What? You don't think Tet was a military victory for the US and South Vietnam?
Tsk tsk tsk, such imprecision, such a fallacy of ambiguity. Let's take a look at what you originally wrote:
... Tet in Vietnam. Turn a great victory into a defeat.
So you were initially claiming it was a "great victory", now you've suddenly changed your tune, according to you it's now only a "military victory" and no longer a great one.
Let's look at what happened with Tet; just before Tet, generals and politicians were claiming that victory had already been won in Vietnam. They claimed this in a big way (sound familiar?). Then ........... Tet happened. And all of a sudden all the previous claims were shown to be false.

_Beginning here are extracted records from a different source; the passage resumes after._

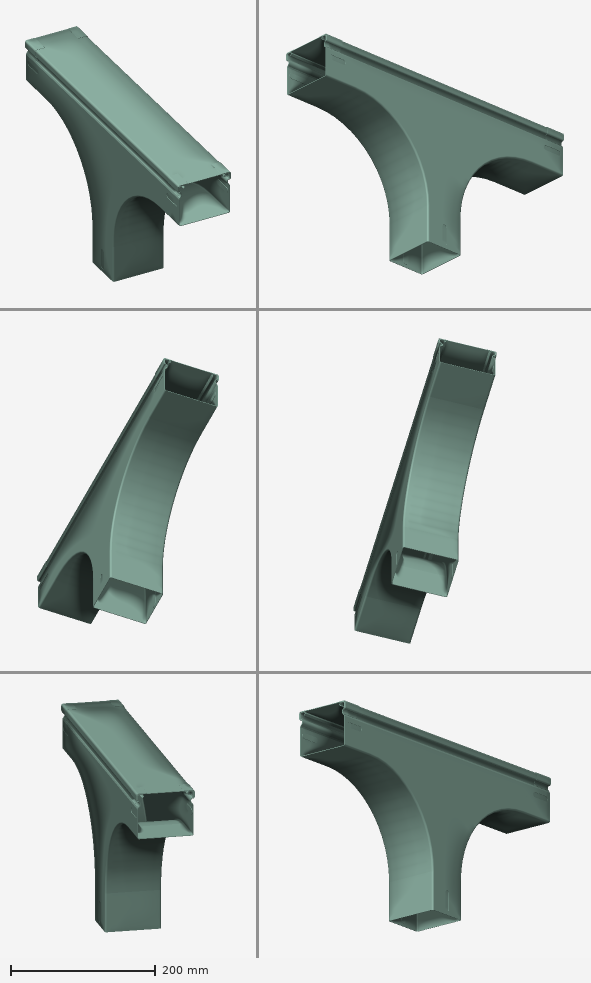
import cadquery as cq
import math


length = 446.5
height = 257.2
clip_outer_width = 83.5
cover_width = 82.0
body_width = 80.5
sheet = 0.8
clip_sheet = 0.5

clip_y = (clip_outer_width - clip_sheet) / 2
cover_y = (cover_width - sheet) / 2
body_y = (body_width - sheet) / 2
clip_z = -clip_sheet / 2
cover_z = clip_z - (clip_sheet + sheet) / 2
body_z = cover_z - sheet
bend_radius = 2.5

channel_bottom = -66.0
branch_width = 62.5
elbow_radius = 135.0
edge_radius = 2.5
rim_joint = -22.8

groove_top = -10.5
groove_bottom = -20.5
groove_edge_y = body_y - 1.0
groove_depth = 3.0
rim_bend_top = -8.5

flange_end_y = 33.0
lip_fold_y = 31.0
lip_fold_z = -4.5
lip_end_z = -6.5

slot_length = 31.5
slot_width = 7.5
slot_depth = 0.65
slot_end_gap = 20.5
slot_z = -33.5

curl_top = -10.0
curl_radius = 2.0
curl_angle = math.radians(60)
clip_length = 30.0
clip_inner_y = 26.5
clip_tail_cut = math.radians(12)

groove_half = (groove_top - groove_bottom) / 2
groove_radius = (groove_half**2 + groove_depth**2) / (2 * groove_depth)
groove_y = groove_edge_y - groove_depth + groove_radius
groove_z = (groove_top + groove_bottom) / 2
groove_angle = math.asin(groove_half / groove_radius)


def groove_point(radius, angle):
    """Point of an arc about the groove centre; angle 0 is the deepest point, positive is up."""
    return groove_y - radius * math.cos(angle), groove_z + radius * math.sin(angle)


def bend_middle(y, z):
    """Middle point of the quarter bend between a side at y and a top at z."""
    inset = bend_radius * (1 - math.sqrt(0.5))
    return y - inset, z - inset


def curl_point(radius, angle):
    """Point of the inward curl below the cover flange; angle 0 is its start on the flange."""
    return cover_y - curl_radius + radius * math.cos(angle), curl_top - radius * math.sin(angle)


def mirrored(point):
    return -point[0], point[1]


def extrude_sheet(path, thickness, x_start, x_length):
    """Thicken a middle line drawn in the YZ plane and extrude it along X."""
    return path.wire().offset2D(thickness / 2).extrude(x_length).translate((x_start, 0, 0))


def tee_block(inset):
    """Solid tee, its walls set in from the outer faces; it runs past the open ends when inset."""
    half_length = length / 2 + inset
    half_branch = branch_width / 2 - inset
    radius = elbow_radius + inset
    floor = channel_bottom + inset
    elbow_x = branch_width / 2 + elbow_radius
    elbow_z = channel_bottom - elbow_radius
    middle_x = elbow_x - radius * math.sqrt(0.5)
    middle_z = elbow_z + radius * math.sqrt(0.5)
    depth = body_width - 2 * inset
    block = (
        cq.Workplane("XZ", origin=(0, depth / 2, 0))
        .moveTo(-half_length, rim_joint + inset)
        .lineTo(half_length, rim_joint + inset)
        .lineTo(half_length, floor)
        .lineTo(elbow_x, floor)
        .threePointArc((middle_x, middle_z), (half_branch, elbow_z))
        .lineTo(half_branch, -height - inset)
        .lineTo(-half_branch, -height - inset)
        .lineTo(-half_branch, elbow_z)
        .threePointArc((-middle_x, middle_z), (-elbow_x, floor))
        .lineTo(-half_length, floor)
        .close()
        .extrude(depth)
    )
    return block.edges("%CIRCLE").fillet(edge_radius - inset)


def body_rim(side):
    """Profiled upper edge of one wall: lip, flange, bend and snap groove."""
    path = (
        cq.Workplane("YZ")
        .moveTo(flange_end_y, lip_end_z)
        .lineTo(lip_fold_y, lip_fold_z)
        .lineTo(flange_end_y, body_z)
        .lineTo(body_y - bend_radius, body_z)
        .threePointArc(bend_middle(body_y, body_z), (body_y, body_z - bend_radius))
        .lineTo(body_y, rim_bend_top)
        .lineTo(groove_edge_y, groove_top)
        .threePointArc(groove_point(groove_radius, 0), (groove_edge_y, groove_bottom))
        .lineTo(body_y, rim_joint)
        .lineTo(body_y, rim_joint - sheet)
    )
    rim = extrude_sheet(path, sheet, -length / 2, length)
    return rim if side > 0 else rim.mirror("XZ")


def slot_prisms(width_growth, y_centre, thickness):
    """Slot shapes at both channel ends and on the branch, extruded along Y."""
    size = slot_length + width_growth, slot_width + width_growth
    slot_x = length / 2 - slot_end_gap
    plane = cq.Workplane("XZ", origin=(0, y_centre + thickness / 2, 0))
    channel = plane.pushPoints([(-slot_x, slot_z), (slot_x, slot_z)]).slot2D(*size).extrude(thickness)
    branch = plane.center(0, slot_end_gap - height).slot2D(*size, angle=90).extrude(thickness)
    return channel.union(branch)


def make_tee_body():
    body = tee_block(0).cut(tee_block(sheet))
    for side in (-1, 1):
        body = body.union(body_rim(side))
        outer_y = side * (body_width - slot_depth) / 2
        inner_y = side * (body_width / 2 - (sheet + slot_depth) / 2)
        body = body.union(slot_prisms(sheet, inner_y, sheet + slot_depth))
        body = body.cut(slot_prisms(0, outer_y, slot_depth))
    return body


def make_cover():
    bend_y = cover_y - bend_radius
    bend_z = cover_z - bend_radius
    curl_end = curl_point(curl_radius, curl_angle)
    curl_middle = curl_point(curl_radius, curl_angle / 2)
    path = (
        cq.Workplane("YZ")
        .moveTo(*mirrored(curl_end))
        .threePointArc(mirrored(curl_middle), (-cover_y, curl_top))
        .lineTo(-cover_y, bend_z)
        .threePointArc(mirrored(bend_middle(cover_y, cover_z)), (-bend_y, cover_z))
        .lineTo(bend_y, cover_z)
        .threePointArc(bend_middle(cover_y, cover_z), (cover_y, bend_z))
        .lineTo(cover_y, curl_top)
        .threePointArc(curl_middle, curl_end)
    )
    return extrude_sheet(path, sheet, -length / 2, length)


def make_clip(end, side):
    """Clip hooked over one corner of the cover and into the snap groove."""
    layer_gap = (sheet + clip_sheet) / 2
    outer_curl = curl_radius + clip_y - cover_y
    arc_radius = groove_radius - layer_gap
    tail_angle = groove_angle - clip_tail_cut
    path = (
        cq.Workplane("YZ")
        .moveTo(clip_inner_y, clip_z)
        .lineTo(clip_y - bend_radius, clip_z)
        .threePointArc(bend_middle(clip_y, clip_z), (clip_y, clip_z - bend_radius))
        .lineTo(clip_y, curl_top)
        .threePointArc(curl_point(outer_curl, curl_angle / 2), curl_point(outer_curl, curl_angle))
        .lineTo(*groove_point(arc_radius, tail_angle))
        .threePointArc(groove_point(arc_radius, 0), groove_point(arc_radius, -tail_angle))
    )
    clip = extrude_sheet(path, clip_sheet, length / 2 - clip_length, clip_length)
    if end < 0:
        clip = clip.mirror("YZ")
    if side < 0:
        clip = clip.mirror("XZ")
    return clip


tee_body = make_tee_body().solids()
cover = make_cover()
clips = [make_clip(end, side) for end in (-1, 1) for side in (-1, 1)]

result = cq.Compound.makeCompound([tee_body.val(), cover.val(), *[clip.val() for clip in clips]])

Let's look at what happened after Tet; 2 years after, North Vietnam had made good most losses, and also turned it all from largely a South Vietnamese insurgency into a North Vietnamese effort. IOW, the USA and the ARVN had managed to politically change the whole thing without realising it; and that change had consequences. Up till round 1962, it's quite possible that the USA could have won a political victory of sorts in Vietnam; after round 1962 it became ever more impossible, and Tet simply raised the stakes very high indeed -- and while most of the VietCong were wiped out, the North Vietnamese were still able to make up for the losses, and less than a decade later had won the whole shebang.
I do wish you would study some history, BAC.
Hate to tell you but it was. Very clearly. Even the North Vietnamese commander who eventually accepted the surrender of the South is on record saying it was
Which of course completely fails to explain why Saigon is now Ho-Chi-Minh City . Back to your fallacy of ambiguity ......
Then they realized that the US had no WILL
Yeah, I guess the USA and Australia could have sacrificed double as many casualties in pursuit of nebulous goals and in support of an utterly corrupt regime totally out of touch with its own people just to satisfy armchair warriors chuntering on about Will (so very Wagnerian! So very ....

), but I guess the more responsible of politicians could see there was bugger all point to the USA or Australia being in Vietnam in the first place, and all very ironic in view of the fact that the USA initially supported de-colonialisation after WW2 (and gained much respect worldwide for doing so, and arguably prevented many worse conflicts from happening by doing so; but .... well, just kinda .... buggered up in Vietnam).
Thank Nixon.

And don't bother, I know what you would say next.